[Records excerpted from a collection]
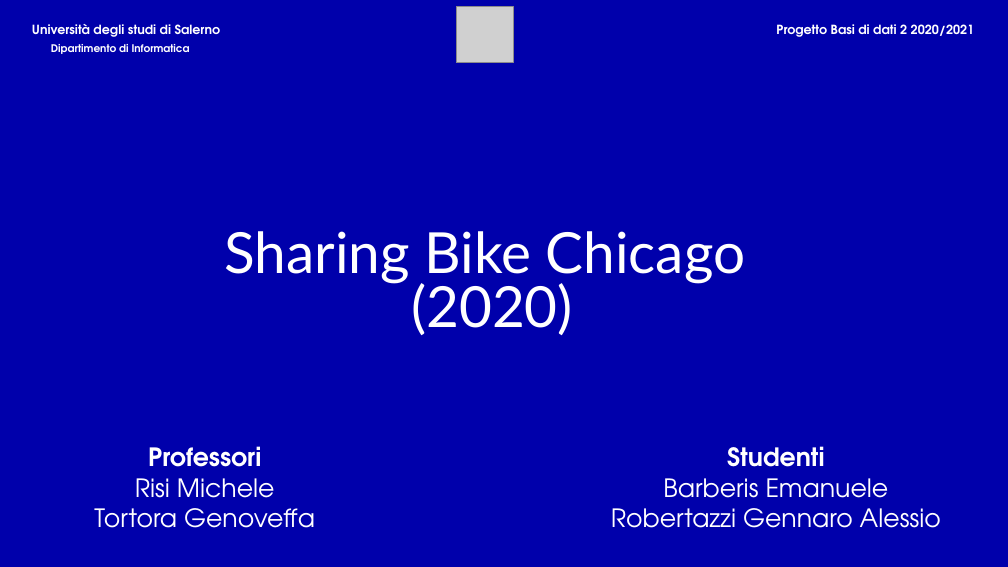
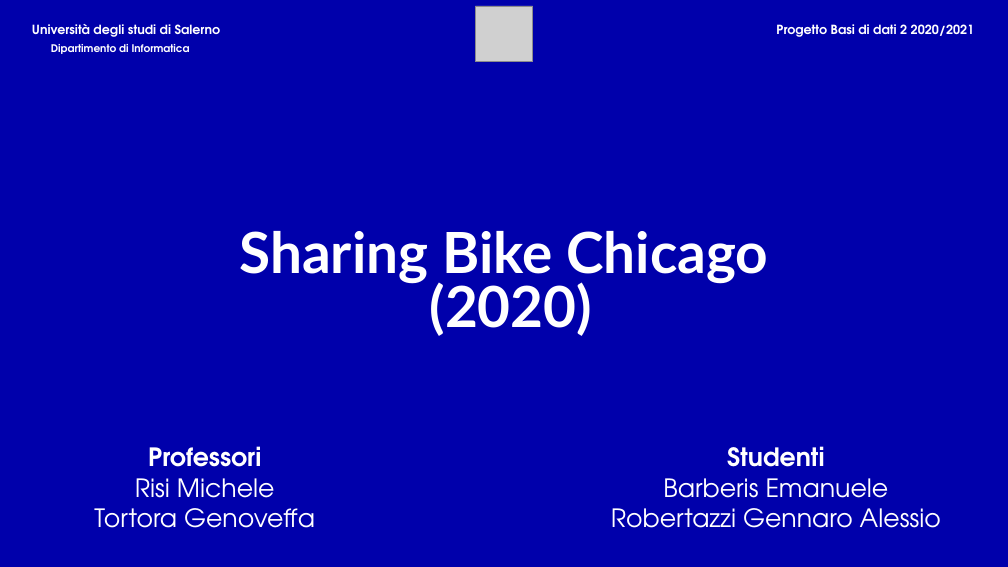
Before and after one commit to Robertales/tripdata-bike-chicago-bd2, a slide deck: slide 1 of presentazione/presentazioneBD2BarberisRobertazzi.pptx. Drawn at 1008x567 pixels with LibreOffice and Linux fonts; fonts in the diff are those of the drawing; grey boxes stand for pictures. Boxes give left, top, right and bottom in pixels: in the first picture for what was removed or moved away, otherwise in the second. Text is boxed around its words. In the diff, an @@ line names an element or a change of style, - is before the commit and + after.

```diff
--- a/presentazione/presentazioneBD2BarberisRobertazzi.pptx
+++ b/presentazione/presentazioneBD2BarberisRobertazzi.pptx
@@ picture: place and size @@
-picture at [456,7,513,63]
+picture at [476,6,533,62]
@@ text "Sharing Bike Chicago" at [240,231,768,336]: bold on @@
```
Also in this commit, not shown: 4 other slides changed, 2 slides added, 33 other files.

- **Directions**
A verbatim copy of every entry is wanted; the pictures stay out of it.

- **Result of the task**
Before and after one commit to Robertales/tripdata-bike-chicago-bd2, a slide deck: slide 1 of presentazione/presentazioneBD2BarberisRobertazzi.pptx. Drawn at 1008x567 pixels with LibreOffice and Linux fonts; fonts in the diff are those of the drawing; grey boxes stand for pictures. Boxes give left, top, right and bottom in pixels: in the first picture for what was removed or moved away, otherwise in the second. Text is boxed around its words. In the diff, an @@ line names an element or a change of style, - is before the commit and + after.

```diff
--- a/presentazione/presentazioneBD2BarberisRobertazzi.pptx
+++ b/presentazione/presentazioneBD2BarberisRobertazzi.pptx
@@ picture: place and size @@
-picture at [456,7,513,63]
+picture at [476,6,533,62]
@@ text "Sharing Bike Chicago" at [240,231,768,336]: bold on @@
```
Also in this commit, not shown: 4 other slides changed, 2 slides added, 33 other files.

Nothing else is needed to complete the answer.